[Task instructions]: Copy the entries below verbatim, omitting any pictures they contain.

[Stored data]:
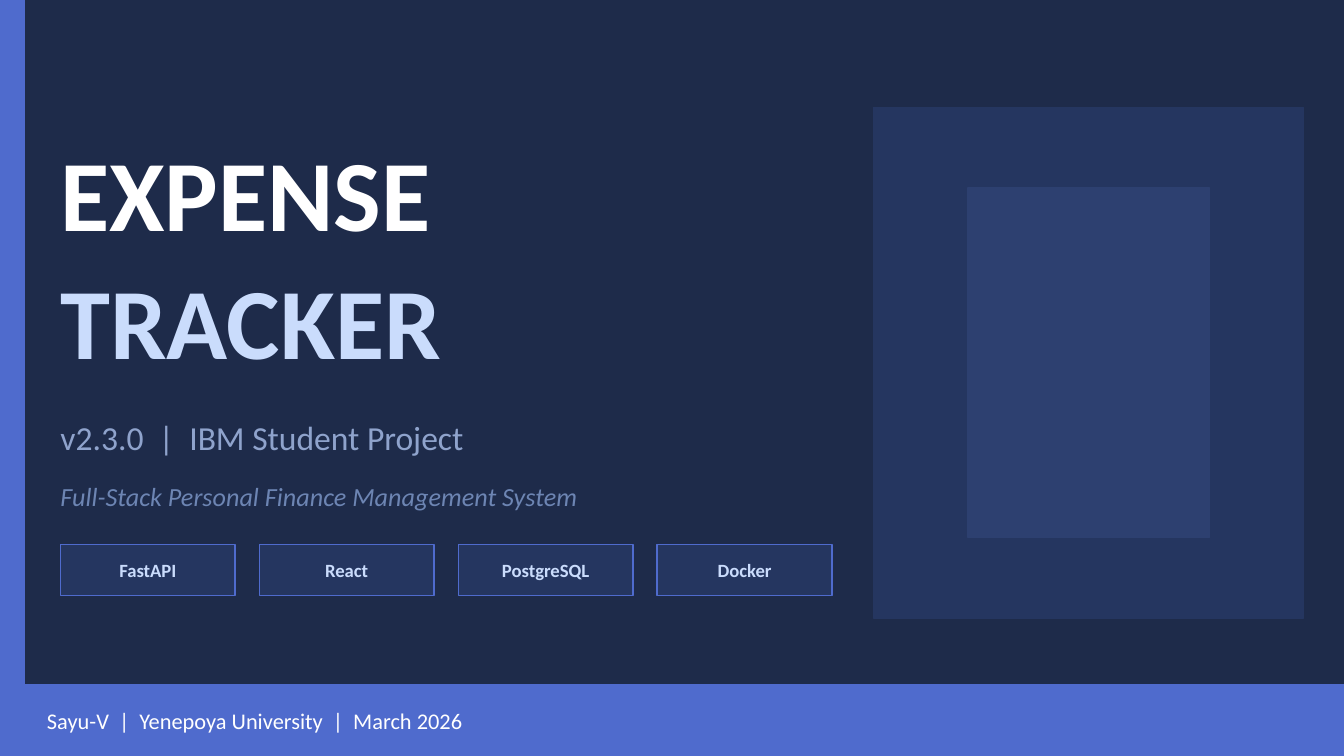
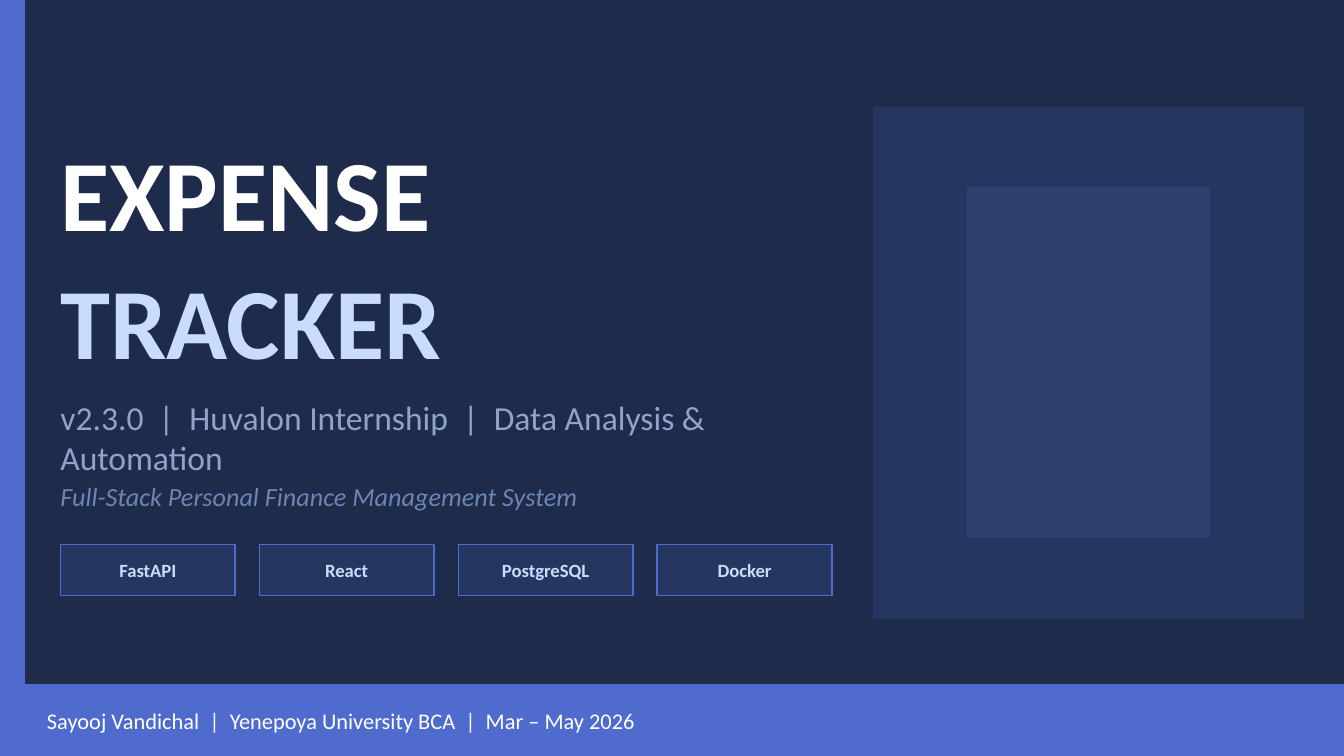
Before and after one commit to Sayu-V/expense-tracker, a slide deck: slide 1 of docs/13_Presentation.pptx. Drawn at 1344x756 pixels with LibreOffice and Linux fonts; fonts in the diff are those of the drawing. Boxes give left, top, right and bottom in pixels: in the first picture for what was removed or moved away, otherwise in the second. Text is boxed around its words. In the diff, an @@ line names an element or a change of style, - is before the commit and + after.

```diff
--- a/docs/13_Presentation.pptx
+++ b/docs/13_Presentation.pptx
@@ text at [60, 406, 675, 470]: text changed @@
-v2.3.0 | IBM Student Project
+v2.3.0 | Huvalon Internship | Data Analysis & Automation
@@ text at [47, 713, 634, 733]: text changed @@
-Sayu-V | Yenepoya University | March 2026
+Sayooj Vandichal | Yenepoya University BCA | Mar – May 2026
```
Also in this commit, not shown: 1 other slide changed, 1 other file.

[Answer below]:
Before and after one commit to Sayu-V/expense-tracker, a slide deck: slide 1 of docs/13_Presentation.pptx. Drawn at 1344x756 pixels with LibreOffice and Linux fonts; fonts in the diff are those of the drawing. Boxes give left, top, right and bottom in pixels: in the first picture for what was removed or moved away, otherwise in the second. Text is boxed around its words. In the diff, an @@ line names an element or a change of style, - is before the commit and + after.

```diff
--- a/docs/13_Presentation.pptx
+++ b/docs/13_Presentation.pptx
@@ text at [60, 406, 675, 470]: text changed @@
-v2.3.0 | IBM Student Project
+v2.3.0 | Huvalon Internship | Data Analysis & Automation
@@ text at [47, 713, 634, 733]: text changed @@
-Sayu-V | Yenepoya University | March 2026
+Sayooj Vandichal | Yenepoya University BCA | Mar – May 2026
```
Also in this commit, not shown: 1 other slide changed, 1 other file.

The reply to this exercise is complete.